His name appears in association with the controversial term musica reservata, a style of composition and performance beginning around the mid-16th century, which most likely involved intensely expressive setting of text, chromatic part-writing, and small audiences of connoisseurs. The Bavarian ambassador to the court of Charles V wrote a letter to his employer, Albrecht V, Duke of Bavaria, expressing what would happen when Payen would become maestro di capilla of the Flemish Chapel (capilla flamenca) for the Habsburg king: "musica reservata will become even more fashionable now than before, [after Nicolas Payen succeeds Cornelius Canis for the position], since Canis was not able to reconcile himself to it." Thus Payen was a composer in a progressive style to Canis's more conservative bent.
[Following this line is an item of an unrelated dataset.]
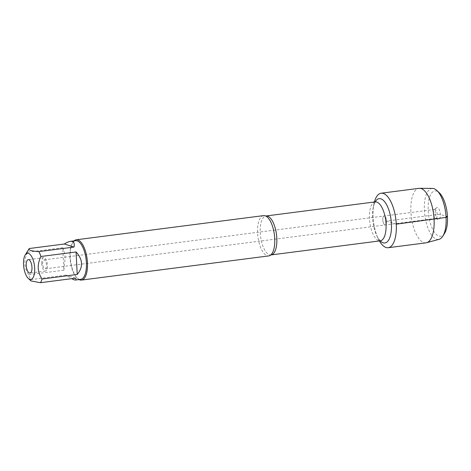 <?xml version="1.0" encoding="UTF-8"?>
<svg xmlns="http://www.w3.org/2000/svg" width="471" height="471" viewBox="0 0 471 471"><rect width="100%" height="100%" fill="white"/><g stroke="black" fill="none" stroke-linecap="round" stroke-linejoin="round"><path stroke-width="0.35" stroke-dasharray="2.35 1.77" d="M46.494 264.967A4.516 1.843 -97.4 0 0 44.009 259.88A4.516 1.843 -97.4 0 0 42.684 263.754A4.516 1.843 -97.4 0 0 45.169 268.835A4.516 1.843 -97.4 0 0 46.494 264.967M386.585 221.076A4.516 1.843 82.6 0 1 385.26 224.944A4.516 1.843 82.6 0 1 382.852 220.705A4.516 1.843 82.6 0 1 384.106 215.989A4.516 1.843 82.6 0 1 386.585 221.076A4.516 1.843 -97.4 0 0 384.106 215.989A4.516 1.843 -97.4 0 0 382.782 219.857A4.516 1.843 -97.4 0 0 385.26 224.944A4.516 1.843 -97.4 0 0 386.585 221.076M263.56 215.618A20.318 8.295 -97.4 0 0 257.59 233.033A20.318 8.295 -97.4 0 0 268.758 255.912M379.414 240.946A27.477 11.222 82.6 0 1 378.284 238.809A27.477 11.222 82.6 0 1 373.839 204.349A27.477 11.222 82.6 0 1 374.386 201.994A27.477 11.222 82.6 0 0 373.091 216.772A27.477 11.222 82.6 0 0 379.414 240.946M79.081 279.574A20.318 8.295 82.6 0 1 77.538 278.426A20.318 8.295 82.6 0 1 70.662 260.993A20.318 8.295 82.6 0 1 72.887 242.388A20.318 8.295 82.6 0 1 74.088 240.887M75.59 278.167L65.946 275.093L71.698 278.667M29.067 248.776A19.505 7.966 -97.4 0 0 27.595 252.244C23.65 260.304 24.033 267.799 28.737 274.74A19.505 7.966 -97.4 0 0 30.798 279.627L30.956 280.922M30.798 279.627L65.946 275.093M62.749 247.711C64.091 250.466 64.88 253.904 65.104 258.026L63.885 270.207L62.749 247.711L27.595 252.244M63.885 270.207L28.737 274.74M80.653 279.368A19.505 7.966 82.6 0 1 76.855 277.784A19.505 7.966 82.6 0 1 69.932 257.401A19.505 7.966 82.6 0 1 72.387 243.183A19.505 7.966 82.6 0 1 75.66 240.687M41.731 263.448A6.771 2.767 82.6 0 1 43.721 257.643A6.771 2.767 82.6 0 1 47.33 264.007A6.771 2.767 82.6 0 1 45.457 271.072A6.771 2.767 82.6 0 1 41.731 263.448M437.241 214.535A4.516 1.843 -97.4 0 0 434.762 209.454A4.516 1.843 -97.4 0 0 434.309 209.666A4.516 1.843 -97.4 0 0 433.508 214.164A4.516 1.843 -97.4 0 0 435.422 218.314A4.516 1.843 -97.4 0 0 435.916 218.409A4.516 1.843 -97.4 0 0 437.241 214.535M435.245 212.792A6.094 2.49 82.6 0 1 436.423 207.852A6.094 2.49 82.6 0 1 440.385 214.429A6.094 2.49 82.6 0 1 437.93 219.533A6.094 2.49 82.6 0 1 435.245 212.792M444.571 233.339A22.843 9.326 82.6 0 1 434.562 232.397A22.843 9.326 82.6 0 1 428.18 210.537A22.843 9.326 82.6 0 1 439.337 192.816M426.008 242.842A27.477 11.222 82.6 0 1 410.9 211.891A27.477 11.222 82.6 0 1 418.972 188.335M432.549 188.429A25.687 10.492 -97.4 0 0 424.406 210.484A25.687 10.492 -97.4 0 0 439.113 239.297M396.276 224.161L386.585 221.076L437.241 214.535L440.385 214.429L446.002 216.218M270.713 255.023L271.049 254.935A19.641 8.019 82.6 0 1 260.581 236.483A19.641 8.019 82.6 0 1 266.021 215.983L265.673 215.977M375.24 201.882A19.641 8.019 -97.4 0 0 369.8 222.389A19.641 8.019 -97.4 0 0 380.268 240.834M380.197 240.846A22.349 9.126 82.6 0 1 376.8 235.73A22.349 9.126 82.6 0 1 373.179 207.705A22.349 9.126 82.6 0 1 375.169 201.894M45.169 268.835L435.916 218.409M44.009 259.88L434.762 209.454M380.65 240.852C380.98 240.846 379.885 241.488 376.8 235.73L378.284 238.809M375.605 201.771C375.929 201.7 374.704 201.352 373.179 207.705L373.839 204.349M76.855 277.784L77.538 278.426M72.387 243.183L72.887 242.388M43.721 257.643L28.242 259.639M45.457 271.072L29.979 273.074M435.422 218.314L437.93 219.533M434.309 209.666L436.423 207.852"/><path stroke-width="0.71" d="M81.489 280.08L268.758 255.912A20.318 8.295 -97.4 0 0 270.713 255.023A20.318 8.295 -97.4 0 0 274.728 238.497A20.318 8.295 -97.4 0 0 265.673 215.977A20.318 8.295 -97.4 0 0 263.56 215.618L76.29 239.786A20.318 8.295 82.6 0 1 87.459 262.665A20.318 8.295 82.6 0 1 81.489 280.08A20.318 8.295 82.6 0 1 79.081 279.574M396.276 224.161A27.477 11.222 82.6 0 1 391.372 246.045A27.477 11.222 82.6 0 1 379.414 240.946A27.477 11.222 82.6 0 0 388.198 247.717A27.477 11.222 82.6 0 0 395.811 219.033A27.477 11.222 82.6 0 0 381.169 193.216A27.477 11.222 82.6 0 0 374.386 201.994A27.477 11.222 82.6 0 1 386.844 195.771A27.477 11.222 82.6 0 1 396.276 224.161L446.072 217.396L447.45 216.684L446.002 216.218M74.088 240.887A20.318 8.295 82.6 0 1 76.29 239.786M26.252 265.444A6.771 2.767 -97.4 0 0 29.979 273.074A6.771 2.767 -97.4 0 0 31.851 266.003A6.771 2.767 -97.4 0 0 28.242 259.639A6.771 2.767 -97.4 0 0 26.252 265.444M23.55 264.584A13.182 5.381 -97.4 0 0 28.231 278.355A13.182 5.381 -97.4 0 0 34.042 275.241A13.182 5.381 -97.4 0 0 33.229 260.192A13.182 5.381 -97.4 0 0 25.21 254.97A13.182 5.381 -97.4 0 0 23.55 264.584M71.698 278.667C73.553 279.656 74.824 280.11 75.513 280.033C76.184 279.933 76.208 279.315 75.59 278.167L40.441 282.706A19.505 7.966 -97.4 0 0 42.066 278.991C37.362 272.05 36.979 264.555 40.924 256.495A19.505 7.966 -97.4 0 0 38.863 251.608C31.327 251.143 28.113 250.119 29.22 248.535A19.505 7.966 -97.4 0 0 29.067 248.776L25.21 254.97M30.956 280.922L40.441 282.706M77.215 274.458C83.326 267.045 82.943 259.545 76.072 251.956L77.215 274.458L42.066 278.991M76.072 251.956L40.924 256.495M74.012 247.069C74.812 242.954 73.647 241.046 70.52 241.346C68.854 241.576 66.805 242.459 64.374 243.996L74.012 247.069L38.863 251.608M64.374 243.996L29.22 248.535M70.52 241.346L75.66 240.687A19.505 7.966 82.6 0 1 86.381 262.647A19.505 7.966 82.6 0 1 80.653 279.368L75.513 280.033M436.953 190.555L439.337 192.816A22.843 9.326 82.6 0 1 447.067 212.415A22.843 9.326 82.6 0 1 444.571 233.339L442.834 236.124A25.687 10.492 -97.4 0 0 445.643 212.598A25.687 10.492 -97.4 0 0 436.953 190.555A25.687 10.492 -97.4 0 0 432.549 188.429L419.608 188.294A27.477 11.222 82.6 0 1 433.614 214.152A27.477 11.222 82.6 0 1 426.632 242.712A27.477 11.222 82.6 0 1 426.008 242.842L388.198 247.717M381.169 193.216L418.972 188.335A27.477 11.222 82.6 0 1 419.608 188.294M426.632 242.712L439.113 239.297A25.687 10.492 -97.4 0 0 442.834 236.124M265.638 215.965L266.021 215.983A19.641 8.019 82.6 0 1 276.818 238.096A19.641 8.019 82.6 0 1 271.049 254.935L270.684 255.046M271.049 254.935L380.268 240.834A19.641 8.019 -97.4 0 0 386.037 224.002A19.641 8.019 -97.4 0 0 375.24 201.882L375.499 201.859M375.169 201.894A22.349 9.126 82.6 0 1 385.031 202.23A22.349 9.126 82.6 0 1 391.425 223.819A22.349 9.126 82.6 0 1 380.197 240.846M266.021 215.983L375.24 201.882M28.231 278.355L30.951 280.928"/></g></svg>

For further informations Laura Pollie Mc Dowell, "Nicolas Payen - Motets and chansons", A-R Edition, Middleton, 2006 ISBN 978-0-89579-593-9

=== Motets ===
- Virgo prudentissima
- Coenantibus illis
- Carole cur defles Isabellam
- Nunc dimittis
- Resurrectio Christi/Surrexit
- Qui dabit capiti
- Convertimini ad me
- Domine, deus salutis
- Confitemur delicta
- Nisi quia Dominus erat in nobis
- Benedictus Dominus Deus Israel
- Eripe me de inimicis meis Domine

=== Songs ===
- Fringotes jeusnes fillettes
- Hau de par Dieu
- Il y a de lognon
- Je ne me puis tenir
- Avecque vous mon amour finira
- Vien tost despiteux desconfort

=== Choir ===
- In Gott gelaub ich das er hat

==Recordings==
- 3 motets and 6 chansons by Payen on Tota Vita – Music for Charles V. Egidius Kwartet. KTC1239. 2000.